1. A bar list should be built around individuals. Finter said most operators make the mistake of building the bar list around the top 20% of the bar team when, in reality, it should be built around the bottom 20% of your team, who aren't as skilled at making drinks as your top performers. You also should take into consideration what consumers want from your establishment.

2. “A bar is a series of suggestions,” Winchester says. He advises operators to be more discerning about what cocktails should be added to the menu. “It’s almost like speed dating. The drink menu makes your guests decide if they want another drink, or if they’ll come back,” he says.

3. “The menu should be like sitting with the owner; it puts forward your mission statement,” Winchester says.

4. The mistake many bar operators and managers fall into is offering too many cocktails.
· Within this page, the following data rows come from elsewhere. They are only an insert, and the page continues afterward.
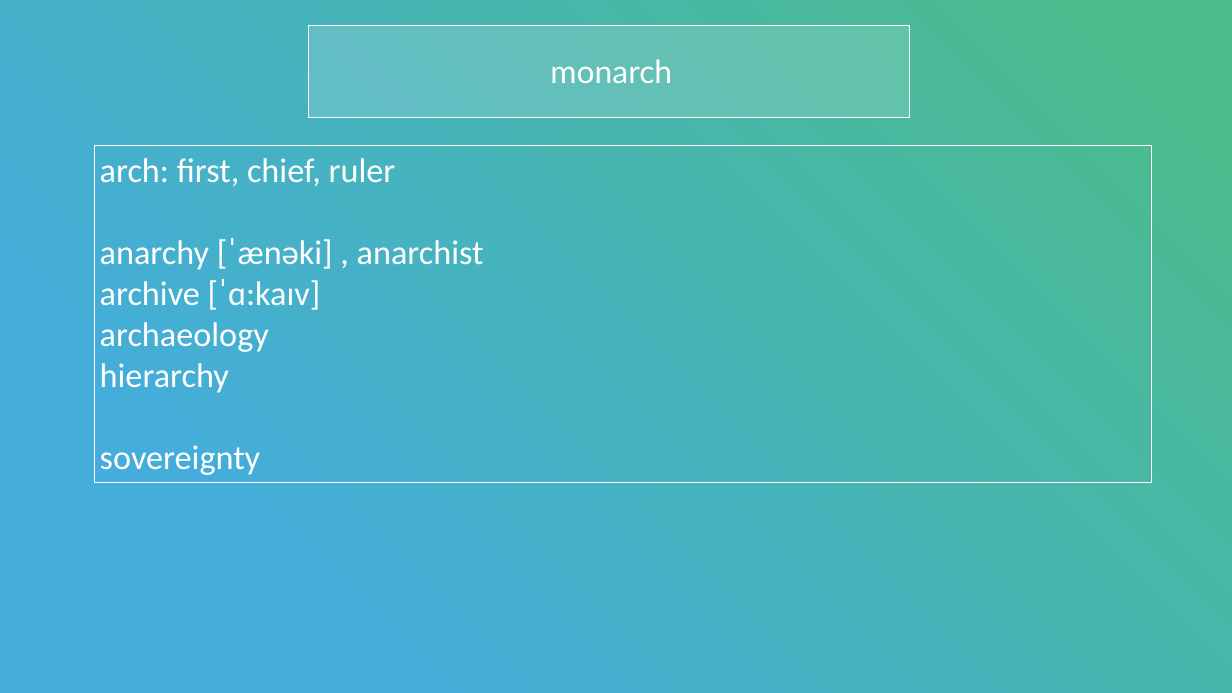
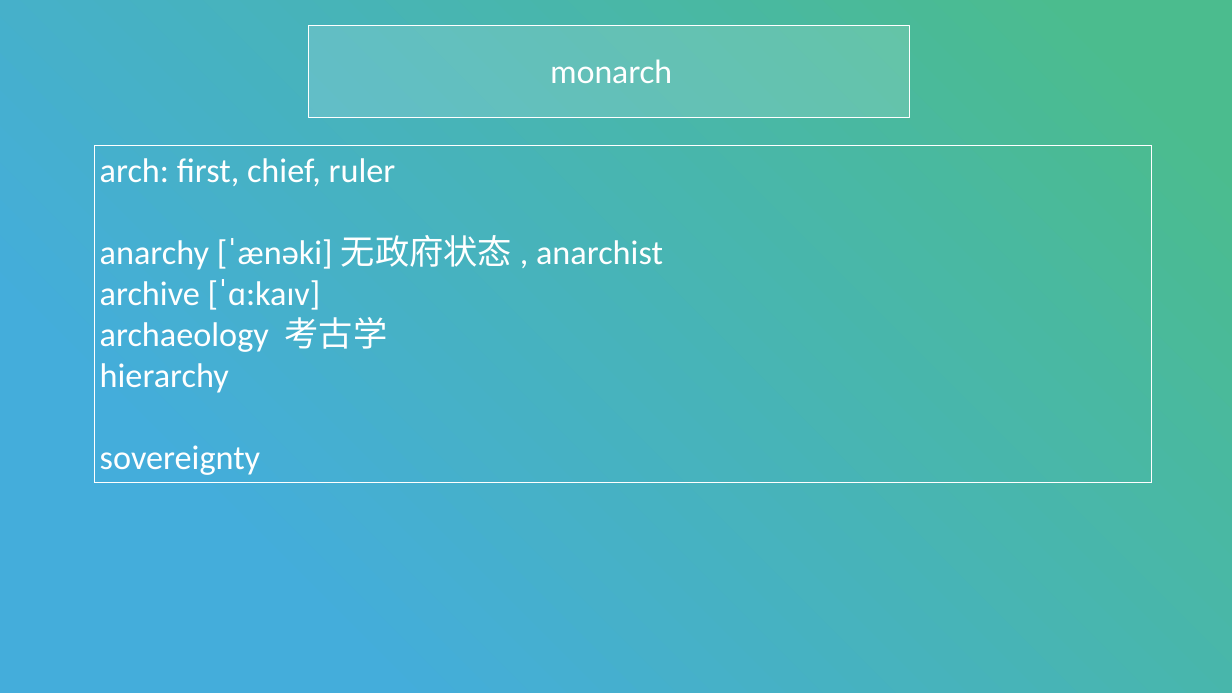
Before and after one commit to LukeLIN-web/toefl, a slide deck: slide 16 of yuedu/托福阅读第三讲-Rhetoric Purpose Questions - 副本.pptx. Drawn at 1232x693 pixels with LibreOffice and Linux fonts; fonts in the diff are those of the drawing. Boxes give left, top, right and bottom in pixels: in the first picture for what was removed or moved away, otherwise in the second. Text is boxed around its words. In the diff, an @@ line names an element or a change of style, - is before the commit and + after.

```diff
--- a/yuedu/托福阅读第三讲-Rhetoric Purpose Questions - 副本.pptx
+++ b/yuedu/托福阅读第三讲-Rhetoric Purpose Questions - 副本.pptx
@@ text in rectangle at [100, 235, 663, 270]: text changed @@
-anarchy [ˈænəki] , anarchist
+anarchy [ˈænəki] 无政府状态 , anarchist
@@ text in rectangle at [100, 317, 388, 352]: text changed @@
-archaeology
+archaeology 考古学
```
Also in this commit, not shown: 3 other slides changed, 9 other files.
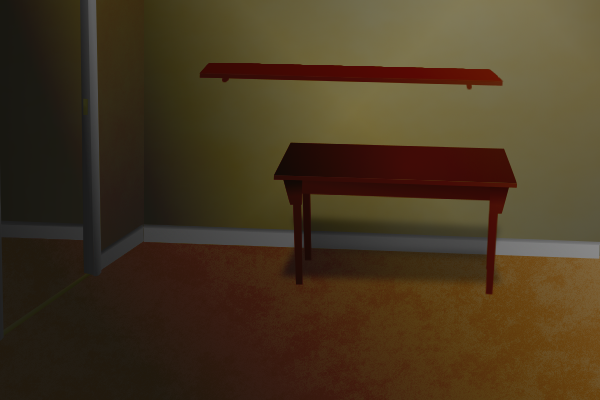
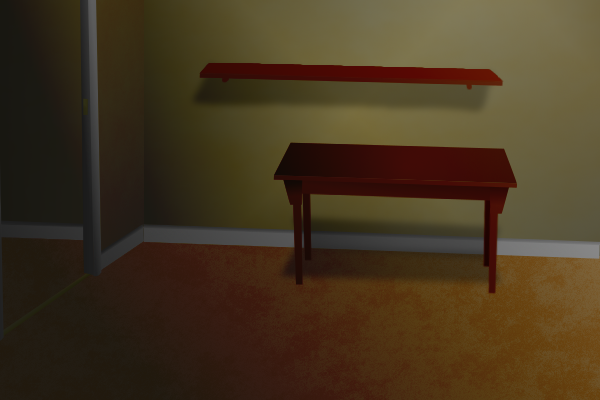
Revision of a layered 600×400 image; what changed, layer by layer:
added layer "Shelf Shadow" (multiply, 23%) above "Table" over (189, 60, 498, 116)
added layer "Clipboard" in group "Table" over (487, 206, 499, 295)
painted on "TableLeg" over (485, 208, 499, 295)
removed layer "TableLegDarken" (was multiply, 27%) from group "Table" over (302, 186, 499, 271)
added layer "Clipboard #1" in group "Table" over (483, 186, 491, 268)
painted on "TableLeg copy" over (302, 186, 499, 271)
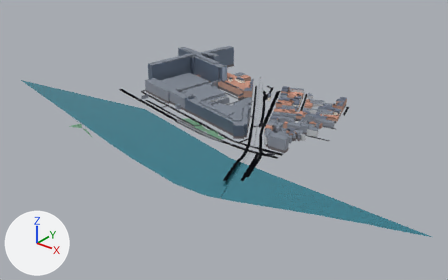
An edit to the glTF model assets/nantes/tiles/tile_4_4_lod0.glb, drawn before and after from the same camera.
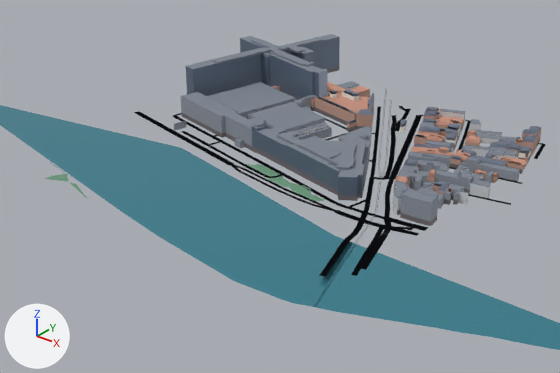
Each version appears first whole from a camera (50 mm lens) standing at (1110.0, -1245.0, 482.0) and looking at (441.0, -408.0, -36.0), and next in a close-up on the part from 10% to 80% of the width and 9% to 84% of the height. The lights are fixed; the arrows at lower left show +X, +Y and +Z. The last two pictures show the newer version. Where no turn or scale is listed for an object, it has been applied to the vertices. Vertices at exactly the same position are counted once.

Objects in the first close-up: 'TileRoot'.
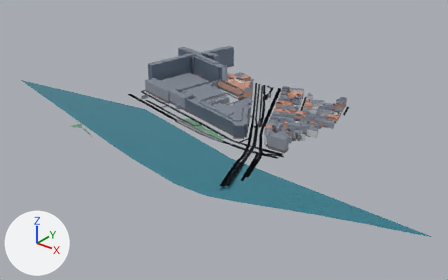
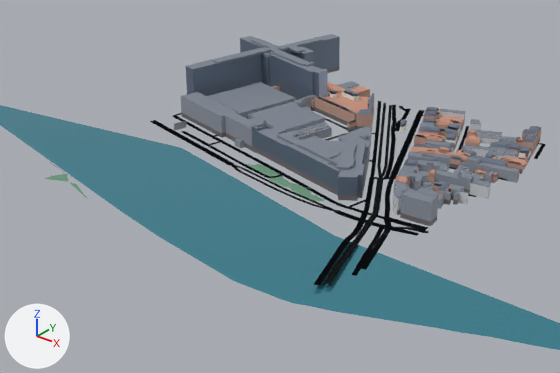
Boxes [x1, y1, x2, y2] around the edits, measured in the close-ups (560 x 373 px):
```json
{"part": 1, "of": "me_nantestile", "change": "added", "after": [324, 265, 341, 284]}
{"part": 2, "of": "me_nantestile", "change": "built on", "before": [0, 89, 522, 308], "after": [150, 101, 546, 286]}
```

The change, as JSON lines over the scene's bpy script:
```json
{"op": "add", "block": "mat_mat_tram_bed", "code": ["mat_mat_tram_bed = principled_material('mat_tram_bed')", "mat_mat_tram_bed.base_color = (0.34, 0.37, 0.41)  # grey #9ea4ac", "mat_mat_tram_bed.metallic = 0.05", "mat_mat_tram_bed.roughness = 0.86"]}
{"block": "me_nantestile", "where": "# used by ob_tileroot; location = (420.0, -387.7, 24.3)"}
{"op": "remove", "block": "me_nantestile", "code": "me_nantestile.from_pydata(...)  # 7571 vertices, 10640 faces; spans x -477.0..477.0, y -249.0..249.0, z -25.0..25.0"}
{"op": "add", "block": "me_nantestile", "code": "me_nantestile.from_pydata(...)  # 8147 vertices, 11154 faces; spans x -477.0..477.0, y -249.0..249.0, z -25.0..25.0"}
{"block": "me_nantestile", "change": "me_nantestile part 1: the loose piece of 6 vertices spanning x 113.0..132.0, y -100.0..-71.0, z -24.0 is copied, and the copy is scaled about its middle by (-0.972, -1.17, -0.67), then moved by (48.0, -107.0, 4.0), in mat_mat_tram_bed (grey #9ea4ac); it spans x 161.0..179.0, y -209.0..-175.0, z -20.0"}
{"block": "me_nantestile", "change": "me_nantestile part 2: 16 vertices moved from x -260.0..141.0, y -111.0..227.0, z -24.0..-22.0 to x -82.0..137.0, y -99.0..30.0, z -24.0..-23.0; 49 vertices removed from x -261.0..217.0, y -239.0..227.0, z -24.0..-22.0; 607 vertices added at x -226.0..187.0, y -216.0..193.0, z -24.0..-20.0"}
{"block": "me_nantestile", "change": "other edits to the shape of me_nantestile do not show in these pictures"}
{"op": "add", "block": "me_nantestile", "code": "me_nantestile.materials.append(mat_mat_tram_bed)  # grey #9ea4ac"}
```

The number of drinks can be defeating to your staff who may not be able to create all of those drinks to perfection. Both Finter and Winchester suggest having a list of seven cocktails plus one more, which can be your signature cocktail or a rotating seasonal drink. They also advise that a great non-alcohol option is a must on any list.

5. When it comes to building a menu, language and visuals are elements that can make or break your menu. Use pictures beside the drinks as well as long, evocative descriptions that will create a mental picture of what you’re serving. Remember, you don’t want any miscommunication about what you offer or how those drinks taste and look.

6. Keep the language of the menu conversational and chatty. Winchester suggests paying for feedback by awarding guests who offer the most thorough feedback with a gift card to your establishment. This incentive will help your business grow while creating loyalty with clientele.

Once you’re able to tackle your drinks menu head on and make changes from wording to aesthetics to pricing, you’ll be on your way to having a successful drinks program. A thriving program is not only about profitability and costing of drinks, but also about being creative and having customers order another round in your bar or club. Your guests are ordering drinks, Finter reminds, so it shouldn’t be taken that seriously; it should be fun! By following these simple steps, your drinks menu will have guests laughing and imbibing with unabashed enjoyment for hours.